Подполковник возвращался в часть из госпиталя. Это было ещё советское время.
Выписали во второй половине дня. Пока дождался утреннего обхода, потом заключительного медицинского осмотра и долгожданного вердикта: «Годен к лётной работе без ограничений» Пока добрался на электричке до узловой железнодорожной станции, уже вечерело. В нужную сторону, все поезда ушли, а очередной был только утром.
Ночевать на вокзале, в комнате отдыха совсем не было желания. Остался единственный вариант, и подполковник по шпалам оправился на выезд со станции, чтобы пороситься пассажиром в заднюю кабину локомотива товарного поезда.
В те времена к военным относились с уважением, и машинисты знали, что у военных лётчиков напрочь отсутствует обезьянья привычка бездумно нажимать кнопки и включать какие либо тумблеры. Поэтому не опасались оставлять их в задней кабине без присмотра.
Подполковник подошёл к стоящему под парами локомотиву.
- Ребята, подвезите до дома, в часть возвращаюсь, - обратился он к выглянувшему из окна локомотива механику.
Трудно сказать, почему вид подполковника машинисту не понравился. То ли смутили большие звёзды на погонах, то ли он был не в настроении. А может, вспомнил нехорошего начальника, когда служил в армии.
- Не положено, - отрезал механик и скрылся в глубине кабины.
На улице уже становилось совсем темно, дул пронизывающий морозный ветер. Лишь красный сигнал светофора давал надежду уговорить машиниста.
Подполковник закурил, поглядывая на закрытое окно кабины тепловоза, переминаясь с ноги на ногу. В осенних армейских ботинках было зябко стоять на обледеневшей железнодорожной насыпи.
Наконец форточка вновь открылась:
- Что ты ту стоишь? Я же сказал, не положено нам брать посторонних в кабину. Запрещено.
- Да мне тут не далеко, всего 4 часа ходу, до Поповки – с надеждой в голосе произнёс подполковник, - вы же там всё равно останавливаетесь.

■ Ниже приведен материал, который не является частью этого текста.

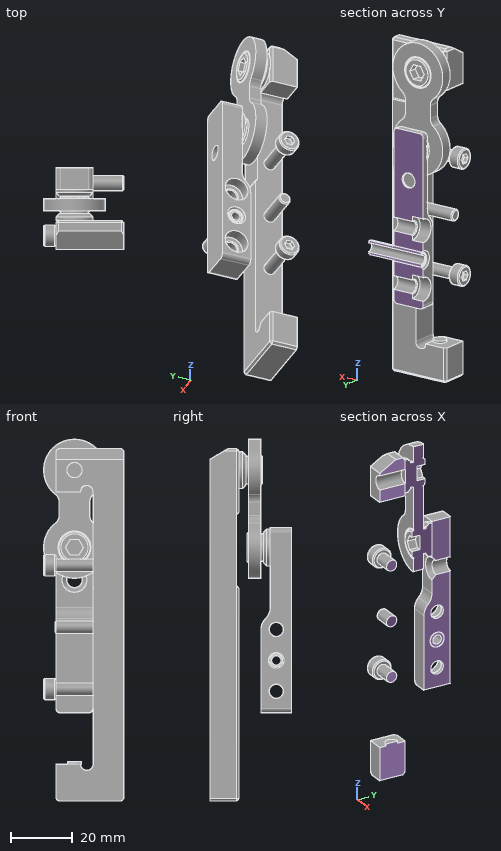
import cadquery as cq
import math


HALF_WIDTH = 6.0
LINK_PITCH = 25.0
LINK_GAP = 3.0

FRAME_RIGHT = 16.0
FRAME_DEPTH = 9.5
FRAME_TOP = 7.0
FRAME_BOTTOM = -107.0
UPPER_JAW_Z = -7.0
LOWER_JAW_Z = -95.0
RELIEF_RADIUS = 2.0
FRAME_CHAMFER = 0.8
BEVEL_DEPTH = 6.0
BEVEL_HEIGHT = 3.5
RECESS_DEPTH = 0.8
RECESS_CENTER_Z = -25.9
RECESS_LENGTH = 23.0
JAW_STUD_DIAMETER = 4.5
JAW_STUD_HEIGHT = 0.75
M6_CORE = 4.92

LINK_THICKNESS = 4.0
LINK_RADIUS = 10.0
LINK_NECK_WIDTH = 10.0
LINK_FILLET = 3.0
LINK_FRONT = FRAME_DEPTH + LINK_GAP
LINK_BACK = LINK_FRONT + LINK_THICKNESS

COLLAR_DIAMETER = 12.0
COLLAR_CHAMFER = 1.1
COLLAR_HEIGHT = 2.2
STUD_NECK_DIAMETER = 9.0
HEAD_DIAMETER = 10.0
HEAD_HEIGHT = 0.5
HEAD_CHAMFER = 0.6
RIM_CHAMFER = 0.3
STUD_HEX = 5.0
STUD_HEX_DEPTH = 3.0

CARRIER_FRONT = LINK_BACK
CARRIER_BACK = 26.5
CARRIER_UPPER_FRONT = LINK_BACK + LINK_GAP
CARRIER_HEIGHT = 60.0
CARRIER_BOTTOM = -78.5
CARRIER_TOP = CARRIER_BOTTOM + CARRIER_HEIGHT
CARRIER_CORNER = 1.5
STEP_MIDDLE_Z = -48.0
STEP_ANGLE = math.radians(45)
CARRIER_AXIS_Y = (CARRIER_FRONT + CARRIER_BACK) / 2
CARRIER_HOLE_MARGIN = 7.0
CARRIER_HOLE_PITCH = 10.0
BOLT_CLEARANCE = 4.5
COUNTERBORE_DIAMETER = 8.0
COUNTERBORE_DEPTH = 4.4
BOLT_HOLE_CHAMFER = 0.3
SPARE_HOLE_DROP = 17.0
SPARE_COUNTERSINK = 8.0

FRAME_SCREW_Y = 4.5
FRAME_SCREW_Z = -50.78
FRAME_SCREW_PITCH = 20.0
M4 = 4.0
M4_CORE = 3.24
CAP_HEAD_DIAMETER = 7.0
CAP_HEAD_HEIGHT = 4.0
CAP_CHAMFER = 0.4
CAP_LENGTH = 16.0
CAP_SOCKET = 3.0
CAP_SOCKET_DEPTH = 1.5
CONE_HALF_ANGLE = math.radians(60)
M4_SET_LEFT = -6.3
M4_SET_RIGHT = 10.0
M5 = 5.0
M5_CORE = 4.13
M5_BORE = 3.0
M5_COUNTERSINK = 6.3
M5_SET_RIGHT = 16.0

CARRIER_SCREW_Z = CARRIER_BOTTOM + CARRIER_HOLE_MARGIN + CARRIER_HOLE_PITCH
M5_COUNTERSINK_DEPTH = (M5_COUNTERSINK - M5) / 2
BOLT_ROWS = (-1, 1)


def block(x0, x1, y0, y1, z0, z1):
    return cq.Workplane("XY").box(x1 - x0, y1 - y0, z1 - z0, centered=False).translate((x0, y0, z0))


def rod_x(diameter, x0, x1, y, z):
    """Cylinder along +X."""
    return cq.Workplane("YZ", origin=(x0, y, z)).circle(diameter / 2).extrude(x1 - x0)


def rod_y(diameter, y0, y1, x, z):
    """Cylinder along +Y."""
    return cq.Workplane("XZ", origin=(x, y0, z)).circle(diameter / 2).extrude(y0 - y1)


def hex_x(flats, x0, x1, y, z):
    """Hexagonal prism along +X with corners front and back."""
    corners = flats / math.cos(math.pi / 6)
    return cq.Workplane("YZ", origin=(x0, y, z)).polygon(6, corners).extrude(x1 - x0)


def cone(bottom_diameter, top_diameter, height, base, direction):
    base_point = cq.Vector(*base)
    axis = cq.Vector(*direction)
    return cq.Workplane(cq.Solid.makeCone(bottom_diameter / 2, top_diameter / 2, height, base_point, axis))


def make_frame():
    body = block(-HALF_WIDTH, FRAME_RIGHT, 0, FRAME_DEPTH, FRAME_BOTTOM, FRAME_TOP)
    body = body.edges("|Y or >Y").chamfer(FRAME_CHAMFER)

    opening = block(-HALF_WIDTH, HALF_WIDTH, 0, FRAME_DEPTH, LOWER_JAW_Z, UPPER_JAW_Z)
    for z in (LOWER_JAW_Z, UPPER_JAW_Z):
        opening = opening.union(rod_y(2 * RELIEF_RADIUS, 0, FRAME_DEPTH, HALF_WIDTH - RELIEF_RADIUS, z))
    body = body.cut(opening)

    bevel = (
        cq.Workplane("YZ", origin=(-HALF_WIDTH, 0, 0))
        .moveTo(0, FRAME_TOP)
        .lineTo(BEVEL_DEPTH, FRAME_TOP)
        .lineTo(0, FRAME_TOP - BEVEL_HEIGHT)
        .close()
        .extrude(FRAME_RIGHT + HALF_WIDTH)
    )
    body = body.cut(bevel)

    recess_bottom = RECESS_CENTER_Z - RECESS_LENGTH / 2
    recess_top = RECESS_CENTER_Z + RECESS_LENGTH / 2
    recess = (
        cq.Workplane("YZ", origin=(-HALF_WIDTH, 0, 0))
        .moveTo(FRAME_DEPTH, recess_bottom - RECESS_DEPTH)
        .lineTo(FRAME_DEPTH - RECESS_DEPTH, recess_bottom)
        .lineTo(FRAME_DEPTH - RECESS_DEPTH, recess_top)
        .lineTo(FRAME_DEPTH, recess_top + RECESS_DEPTH)
        .close()
        .extrude(FRAME_RIGHT + HALF_WIDTH)
    )
    body = body.cut(recess)

    body = body.cut(rod_y(M6_CORE, 0, FRAME_DEPTH, 0, 0))

    for row in BOLT_ROWS:
        z = FRAME_SCREW_Z + row * FRAME_SCREW_PITCH
        body = body.cut(rod_x(M4, HALF_WIDTH, CAP_LENGTH - HALF_WIDTH, FRAME_SCREW_Y, z))
    body = body.cut(rod_x(M4, HALF_WIDTH, M4_SET_RIGHT, FRAME_SCREW_Y, FRAME_SCREW_Z))

    jaw_stud = (
        cq.Workplane("XY", origin=(0, FRAME_SCREW_Y, LOWER_JAW_Z))
        .circle(JAW_STUD_DIAMETER / 2)
        .extrude(JAW_STUD_HEIGHT)
    )
    return body.union(jaw_stud)


def stud_profile():
    """Solid of revolution of one stud about +Y, from its collar face at Y = 0 to its head."""
    collar = COLLAR_DIAMETER / 2
    head = HEAD_DIAMETER / 2
    link_far_face = LINK_GAP + LINK_THICKNESS
    return (
        cq.Workplane("XY")
        .moveTo(0, 0)
        .lineTo(collar, 0)
        .lineTo(collar, COLLAR_HEIGHT - COLLAR_CHAMFER)
        .lineTo(collar - COLLAR_CHAMFER, COLLAR_HEIGHT)
        .lineTo(STUD_NECK_DIAMETER / 2, COLLAR_HEIGHT)
        .lineTo(STUD_NECK_DIAMETER / 2, LINK_GAP)
        .lineTo(head, LINK_GAP)
        .lineTo(head, link_far_face)
        .lineTo(head - HEAD_CHAMFER, link_far_face + HEAD_HEIGHT)
        .lineTo(0, link_far_face + HEAD_HEIGHT)
        .close()
        .revolve(360, (0, 0, 0), (0, 1, 0))
    )


def make_stud():
    """One stud along +Y and the hexagon socket to cut from its head."""
    head_face = LINK_GAP + LINK_THICKNESS + HEAD_HEIGHT
    socket = (
        cq.Workplane("XZ", origin=(0, head_face, 0))
        .polygon(6, STUD_HEX / math.cos(math.pi / 6))
        .extrude(STUD_HEX_DEPTH)
    )
    return stud_profile(), socket


def make_link():
    """Link plate and its two studs, which face opposite ways."""
    disc = rod_y(2 * LINK_RADIUS, LINK_FRONT, LINK_BACK, 0, 0)
    neck_half = LINK_NECK_WIDTH / 2
    neck = block(-neck_half, neck_half, LINK_FRONT, LINK_BACK, -LINK_PITCH, 0)
    plate = disc.union(disc.translate((0, 0, -LINK_PITCH))).union(neck)
    inner_corners = cq.selectors.BoxSelector(
        (-LINK_RADIUS, LINK_FRONT, -LINK_PITCH + neck_half), (LINK_RADIUS, LINK_BACK, -neck_half)
    )
    plate = plate.edges("|Y").edges(inner_corners).fillet(LINK_FILLET)

    rim = HEAD_DIAMETER + 2 * RIM_CHAMFER
    plate = plate.cut(cone(rim, HEAD_DIAMETER, RIM_CHAMFER, (0, LINK_BACK, 0), (0, -1, 0)))
    plate = plate.cut(cone(rim, HEAD_DIAMETER, RIM_CHAMFER, (0, LINK_FRONT, -LINK_PITCH), (0, 1, 0)))

    stud, socket = make_stud()
    upper_place = (0, FRAME_DEPTH, 0)
    lower_place = (0, CARRIER_UPPER_FRONT, -LINK_PITCH)
    body = plate.union(stud.translate(upper_place)).cut(socket.translate(upper_place))
    turned_stud = stud.rotate((0, 0, 0), (0, 0, 1), 180)
    turned_socket = socket.rotate((0, 0, 0), (0, 0, 1), 180)
    return body.union(turned_stud.translate(lower_place)).cut(turned_socket.translate(lower_place))


def make_carrier():
    step = CARRIER_UPPER_FRONT - CARRIER_FRONT
    step_radius = step / (2 * (1 - math.cos(STEP_ANGLE)))
    step_half = step_radius * math.sin(STEP_ANGLE)
    arc_middle_y = step_radius * (1 - math.cos(STEP_ANGLE / 2))
    arc_middle_z = step_half - step_radius * math.sin(STEP_ANGLE / 2)
    body = (
        cq.Workplane("YZ", origin=(-HALF_WIDTH, 0, 0))
        .moveTo(CARRIER_BACK, CARRIER_BOTTOM)
        .lineTo(CARRIER_BACK, CARRIER_TOP)
        .lineTo(CARRIER_UPPER_FRONT, CARRIER_TOP)
        .lineTo(CARRIER_UPPER_FRONT, STEP_MIDDLE_Z + step_half)
        .threePointArc(
            (CARRIER_UPPER_FRONT - arc_middle_y, STEP_MIDDLE_Z + arc_middle_z),
            (CARRIER_UPPER_FRONT - step / 2, STEP_MIDDLE_Z),
        )
        .threePointArc(
            (CARRIER_FRONT + arc_middle_y, STEP_MIDDLE_Z - arc_middle_z),
            (CARRIER_FRONT, STEP_MIDDLE_Z - step_half),
        )
        .lineTo(CARRIER_FRONT, CARRIER_BOTTOM)
        .close()
        .extrude(2 * HALF_WIDTH)
    )
    body = body.edges("|Y").fillet(CARRIER_CORNER)

    floor_x = COUNTERBORE_DEPTH - HALF_WIDTH
    chamfer_mouth = BOLT_CLEARANCE + 2 * BOLT_HOLE_CHAMFER
    for row in BOLT_ROWS:
        z = CARRIER_SCREW_Z + row * CARRIER_HOLE_PITCH
        body = body.cut(rod_x(BOLT_CLEARANCE, -HALF_WIDTH, HALF_WIDTH, CARRIER_AXIS_Y, z))
        body = body.cut(rod_x(COUNTERBORE_DIAMETER, -HALF_WIDTH, floor_x, CARRIER_AXIS_Y, z))
        floor_center = (floor_x, CARRIER_AXIS_Y, z)
        body = body.cut(cone(chamfer_mouth, BOLT_CLEARANCE, BOLT_HOLE_CHAMFER, floor_center, (1, 0, 0)))

    body = body.cut(rod_x(M5, -HALF_WIDTH, HALF_WIDTH, CARRIER_AXIS_Y, CARRIER_SCREW_Z))
    mouth = (-HALF_WIDTH, CARRIER_AXIS_Y, CARRIER_SCREW_Z)
    body = body.cut(cone(M5_COUNTERSINK, M5, M5_COUNTERSINK_DEPTH, mouth, (1, 0, 0)))

    spare_z = CARRIER_TOP - SPARE_HOLE_DROP
    body = body.cut(rod_y(M6_CORE, CARRIER_UPPER_FRONT, CARRIER_BACK, 0, spare_z))
    spare_sink = cone(
        SPARE_COUNTERSINK,
        M6_CORE,
        (SPARE_COUNTERSINK - M6_CORE) / 2,
        (0, CARRIER_UPPER_FRONT, spare_z),
        (0, 1, 0),
    )
    return body.cut(spare_sink)


def make_cap_screw(z):
    """M4 socket head cap screw along +X with a drilled hexagon socket."""
    head_left = -HALF_WIDTH - CAP_HEAD_HEIGHT
    head = rod_x(CAP_HEAD_DIAMETER, head_left, -HALF_WIDTH, FRAME_SCREW_Y, z).edges().chamfer(CAP_CHAMFER)
    shank = rod_x(M4, -HALF_WIDTH, CAP_LENGTH - HALF_WIDTH, FRAME_SCREW_Y, z)
    socket_floor = head_left + CAP_SOCKET_DEPTH
    socket = hex_x(CAP_SOCKET, head_left, socket_floor, FRAME_SCREW_Y, z)
    tip_height = CAP_SOCKET / 2 / math.tan(CONE_HALF_ANGLE)
    tip = cone(CAP_SOCKET, 0, tip_height, (socket_floor, FRAME_SCREW_Y, z), (1, 0, 0))
    return head.union(shank).cut(socket).cut(tip)


def make_m4_set_screw():
    body = rod_x(M4, M4_SET_LEFT, M4_SET_RIGHT, FRAME_SCREW_Y, FRAME_SCREW_Z)
    return body.faces("<X").chamfer((M4 - M4_CORE) / 2)


def make_m5_set_screw():
    """M5 screw with chamfered ends and a bore right through it."""
    left = -HALF_WIDTH + M5_COUNTERSINK_DEPTH
    body = rod_x(M5, left, M5_SET_RIGHT, CARRIER_AXIS_Y, CARRIER_SCREW_Z)
    body = body.faces("<X or >X").chamfer((M5 - M5_CORE) / 2)
    return body.cut(rod_x(M5_BORE, left, M5_SET_RIGHT, CARRIER_AXIS_Y, CARRIER_SCREW_Z))


frame = make_frame()
carrier = make_carrier()
link = make_link()
cap_screws = [make_cap_screw(FRAME_SCREW_Z + row * FRAME_SCREW_PITCH) for row in BOLT_ROWS]
m4_set_screw = make_m4_set_screw()
m5_set_screw = make_m5_set_screw()

result = cq.Compound.makeCompound(
    [
        frame.val(),
        carrier.val(),
        link.val(),
        *[screw.val() for screw in cap_screws],
        m4_set_screw.val(),
        m5_set_screw.val(),
    ]
)

-Ха. 4 часа! Прошлый раз мы с Михалычем дошли до Поповки без малого за 8 часов. Эдак ты быстрее доедешь с утра на скором.
- Нету билетов на скорый, спрашивал, потому и пришёл сюда.
- Ну, а мы тут причём? Не положено, слышал?
- Да слышал, - скептически произнёс подполковник. Он, было, повернулся в сторону станции. Но остановился и, глянув на машиниста спросил:
- Ну а сало то у вас хоть есть?
В форточке теперь уже появилась и удивлённая рожа помощника машиниста:
- А зачем тебе сало?
- Да жопу смажу, прицеплюсь к крайнему вагону и доеду по рельсам – саркастически выдал подполковник.
- Ха-ха-ха, - расхохотались машинисты, - ну раз ты такой весёлый, садись, подвезём. Только на станциях в окне не маячь. Нам неприятности не нужны.
Кресло машиниста не удобное, спать в нём почти невозможно. Локомотив натужно ревёт мощными дизелями, оглашая пустынную, прозябшую, бесконечную ночную степь, и состав неспешно тянется по уходящей во мрак одноколейной железной дороге. Его мотает из стороны в сторону на неровных рельсах. Но, в кабине тепло, даже жарко, можно курить с открытой форточкой и в полудрёме предаваться размышлениям о суетности жизни, с каждым километром приближаясь к жене, к детям, к прежним заботам и проблемам воинской службы.